Quote the records that follow in full and exactly; leave out the pictures.

Data entries:
-=-=-=-=-

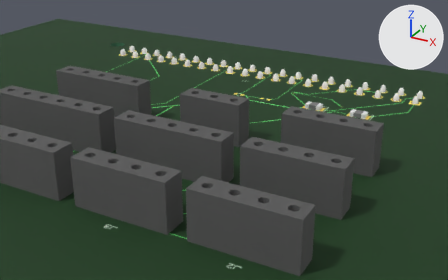
An edit to the glTF model apps/web/public/boards/t3-board.glb, drawn before and after from the same camera.
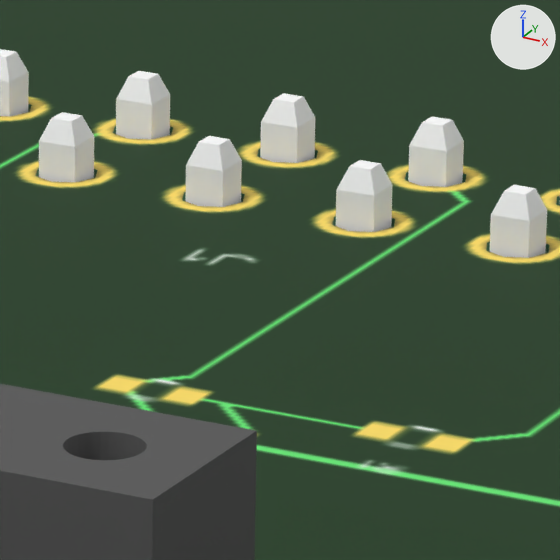
Each version is shown from a 50 mm lens placed at (39.3, -60.7, 29.4), pointed at (1.8, 7.5, -4.7), then close up on the part from 50% to 62% of the width and 20% to 40% of the height. The lights are fixed; the arrows at upper right show +X, +Y and +Z. The last two pictures show the newer version.

The older version as bpy lines, for what is in view:
```python
me_j1 = bpy.data.meshes.new('J1')
me_j1.from_pydata(...)  # 1092 vertices, 1968 faces; spans x -25.4..25.4, y -2.5..2.5, z -9.6..0.9
# faces by material slot: [368, 1600]
me_j1.materials.append(mat_obj_material_0)  # dark grey #666666
me_j1.materials.append(mat_obj_material_1)  # white #ffffff
me_j9 = bpy.data.meshes.new('J9')
me_j9.from_pydata(...)  # 521 vertices, 716 faces; spans x -3.81..3.81, y -1.27..1.27, z -3.0..5.0
# faces by material slot: [620, 96]
me_j9.materials.append(mat_obj_material_0_001)  # dark grey #5a5a5a
me_j9.materials.append(mat_obj_material_1)  # white #ffffff
me_meshwithtextures0 = bpy.data.meshes.new('MeshWithTextures0')
me_meshwithtextures0.from_pydata(...)  # 1368 vertices, 3072 faces; spans x -52.5..52.5, y -35.0..35.0, z -0.7..0.7
# faces by material slot: [852, 852, 1368]
me_meshwithtextures0.materials.append(mat_topmaterial_1)  # picture img_image_0
me_meshwithtextures0.materials.append(mat_bottommaterial_2)  # picture img_image_1
me_meshwithtextures0.materials.append(mat_greensidematerial_3)  # dark green #386f50
ob_box0 = bpy.data.objects.new('Box0', me_meshwithtextures0)
ob_box0.location = (0.0, 0.0, 0.0)
ob_j1 = bpy.data.objects.new('J1', me_j1)
ob_j1.location = (0.0, 21.0, 0.7)
ob_j9 = bpy.data.objects.new('J9', me_j9)
ob_j9.location = (6.35, -3.0, 0.7)
```
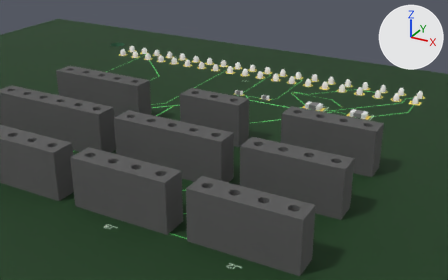
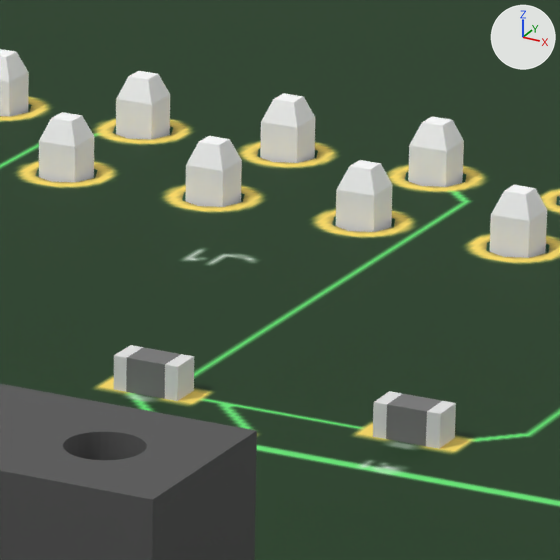
The change, as a diff of the scene's bpy script:
```diff
--- a/apps/web/public/boards/t3-board.glb.py
+++ b/apps/web/public/boards/t3-board.glb.py
@@ ob_r2 @@
+ob_r2 = bpy.data.objects.new('R2', me_c1)
+ob_r2.location = (2.0, 11.5, 0.7)
@@ ob_r1 @@
+ob_r1 = bpy.data.objects.new('R1', me_c1)
+ob_r1.location = (6.0, 11.5, 0.7)
```

Changed parts and their boxes (x1, y1, x2, y2) in the close-ups (560 x 560 px):
'R1', added
    after: (373, 391, 456, 449)
'R2', added
    after: (114, 345, 194, 401)

-=-=-=-=-

WRITTEN RESPONSE >>
An edit to the glTF model apps/web/public/boards/t3-board.glb, drawn before and after from the same camera.
Each version is shown from a 50 mm lens placed at (39.3, -60.7, 29.4), pointed at (1.8, 7.5, -4.7), then close up on the part from 50% to 62% of the width and 20% to 40% of the height. The lights are fixed; the arrows at upper right show +X, +Y and +Z. The last two pictures show the newer version.

The older version as bpy lines, for what is in view:
```python
me_j1 = bpy.data.meshes.new('J1')
me_j1.from_pydata(...)  # 1092 vertices, 1968 faces; spans x -25.4..25.4, y -2.5..2.5, z -9.6..0.9
# faces by material slot: [368, 1600]
me_j1.materials.append(mat_obj_material_0)  # dark grey #666666
me_j1.materials.append(mat_obj_material_1)  # white #ffffff
me_j9 = bpy.data.meshes.new('J9')
me_j9.from_pydata(...)  # 521 vertices, 716 faces; spans x -3.81..3.81, y -1.27..1.27, z -3.0..5.0
# faces by material slot: [620, 96]
me_j9.materials.append(mat_obj_material_0_001)  # dark grey #5a5a5a
me_j9.materials.append(mat_obj_material_1)  # white #ffffff
me_meshwithtextures0 = bpy.data.meshes.new('MeshWithTextures0')
me_meshwithtextures0.from_pydata(...)  # 1368 vertices, 3072 faces; spans x -52.5..52.5, y -35.0..35.0, z -0.7..0.7
# faces by material slot: [852, 852, 1368]
me_meshwithtextures0.materials.append(mat_topmaterial_1)  # picture img_image_0
me_meshwithtextures0.materials.append(mat_bottommaterial_2)  # picture img_image_1
me_meshwithtextures0.materials.append(mat_greensidematerial_3)  # dark green #386f50
ob_box0 = bpy.data.objects.new('Box0', me_meshwithtextures0)
ob_box0.location = (0.0, 0.0, 0.0)
ob_j1 = bpy.data.objects.new('J1', me_j1)
ob_j1.location = (0.0, 21.0, 0.7)
ob_j9 = bpy.data.objects.new('J9', me_j9)
ob_j9.location = (6.35, -3.0, 0.7)
```
The change, as a diff of the scene's bpy script:
```diff
--- a/apps/web/public/boards/t3-board.glb.py
+++ b/apps/web/public/boards/t3-board.glb.py
@@ ob_r2 @@
+ob_r2 = bpy.data.objects.new('R2', me_c1)
+ob_r2.location = (2.0, 11.5, 0.7)
@@ ob_r1 @@
+ob_r1 = bpy.data.objects.new('R1', me_c1)
+ob_r1.location = (6.0, 11.5, 0.7)
```

Changed parts and their boxes (x1, y1, x2, y2) in the close-ups (560 x 560 px):
'R1', added
    after: (373, 391, 456, 449)
'R2', added
    after: (114, 345, 194, 401)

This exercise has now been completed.